Isn't it true that we never see what is closest to us?
The object of the search is within the seeker.
In his song Kabir says: When you look,
you will find the Lord in a second,
because He is in your
very search.
Kabir says:
"What you are searching for is with you constantly."
Everything in this creation is the Truth. Contemplate
a flower, and you will transcend the flower and see
the light in the flower. Concentrate on the carpet
and you will transcend the carpet and see the
Truth in it. Contemplate your loved one
and you will transcend flesh and bones
and see the light in your beloved.
You can meditate on a dewdrop, which is transitory, and it
will reveal the secretes of the ocean. You can meditate
on a spark, and it will reveal the secrets of fire.
Gurumayi Chidilasananda, from a 1986 talk "Patience"
published in Kindle My Heart, vol. I
This photograph has, for me, that "spark" of light which enlivens and illuminates every aspect of the photograph's pictorial space. It is an image which I must (once again) pay homage to the great Italian painter Morandi. I spent over a year studying his work, making photographs inspired by his painting and drawing, his quiet introverted way of life, his commitment to a disciplined life of art making.
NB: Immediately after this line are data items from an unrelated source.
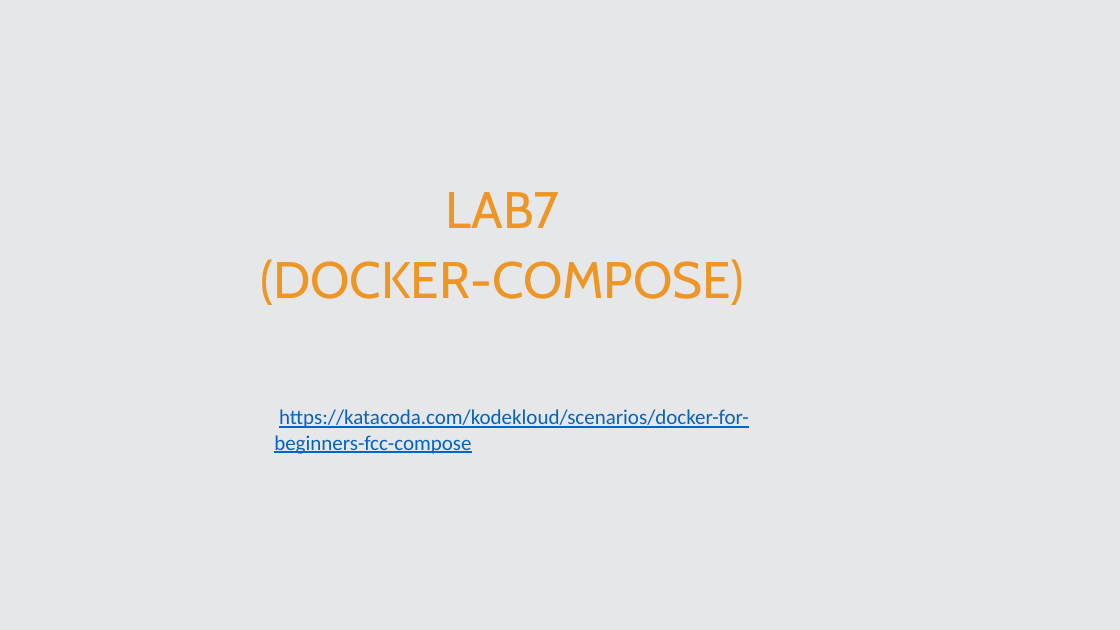
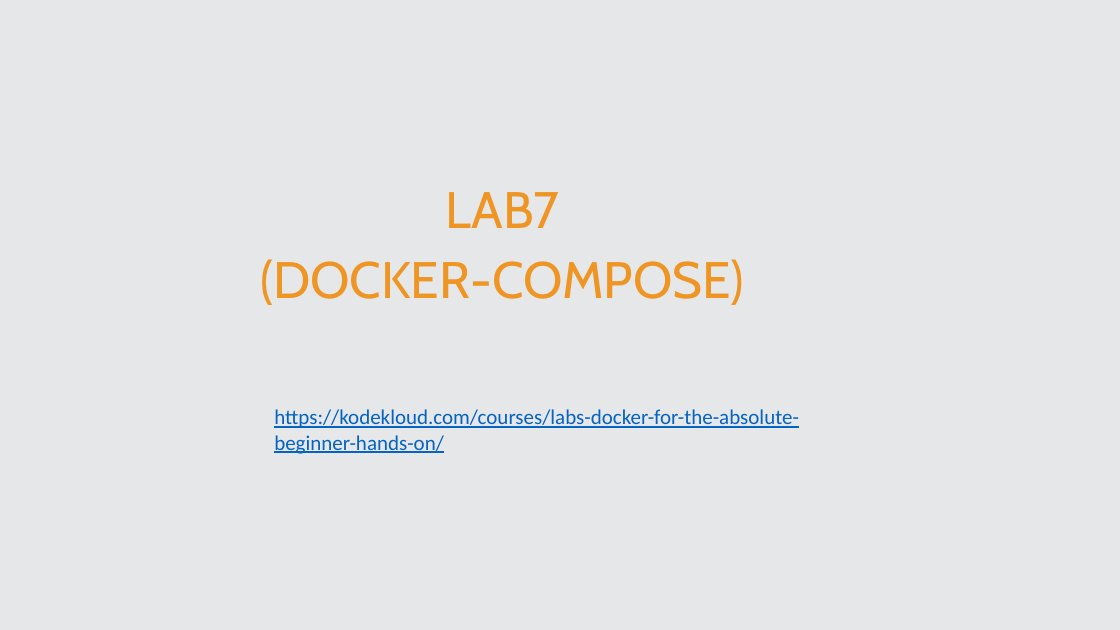
Before and after one commit to Zouhairzed/Docker-Course, a slide deck: slide 52 of Slide Docker Z.pptx. Drawn at 1120x630 pixels with LibreOffice and Linux fonts; fonts in the diff are those of the drawing. Boxes give left, top, right and bottom in pixels: in the first picture for what was removed or moved away, otherwise in the second. Text is boxed around its words. In the diff, an @@ line names an element or a change of style, - is before the commit and + after.

```diff
--- a/Slide Docker Z.pptx
+++ b/Slide Docker Z.pptx
@@ text at [274, 409, 799, 454]: text changed @@
-https://katacoda.com/kodekloud/scenarios/docker-for-beginners-fcc-compose
+https://kodekloud.com/courses/labs-docker-for-the-absolute-beginner-hands-on/
```
Also in this commit, not shown: 7 other slides changed, 1 other file.

This photograph contains "his" light, "his" compositional grace, "his" use of simple everyday objects in simple looking but nonetheless complex compositional interactive relationships.
In this spontaneously (naturally) formed configuration of objects which I discovered on my studio worktable, in a light just slightly more than a shadow, the metallic base of a mat knife is dramatically reflecting an unexpected spark of strange light which was coming from the same basement window I had written about earlier for Image #1, the photograph of a bottle with the rag placed over its top. ~ Next to the mat knife, emerging from within the shadowed area of the work table, there is the presence of red color from the handle of a screw driver; then next to the red there is a small dispenser of cellophane tape; and further to the right, on the very edge of the picture, there is a stapler. In the background, a larger red tape dispenser is sitting just a bit off of the back edge of the table which is near but not touching a wall upon which the light from the window is projecting an upward shadow of the larger tape dispenser. ~ All objects coexist together, peacefully, inside that shadowy light in which sparks of light fly out in varying intensities as if to greet me and insist that I make a photograph.
The picture is not about the objects, but rather the elegiac mood that pervades the image and the grace of the relationships of each object to the others as they coexist within the shadowed space of my work table. And of course the picture is also about the radiant grace of the light that unveils and celebrates the image's overarching presence of the the Oneness of Being.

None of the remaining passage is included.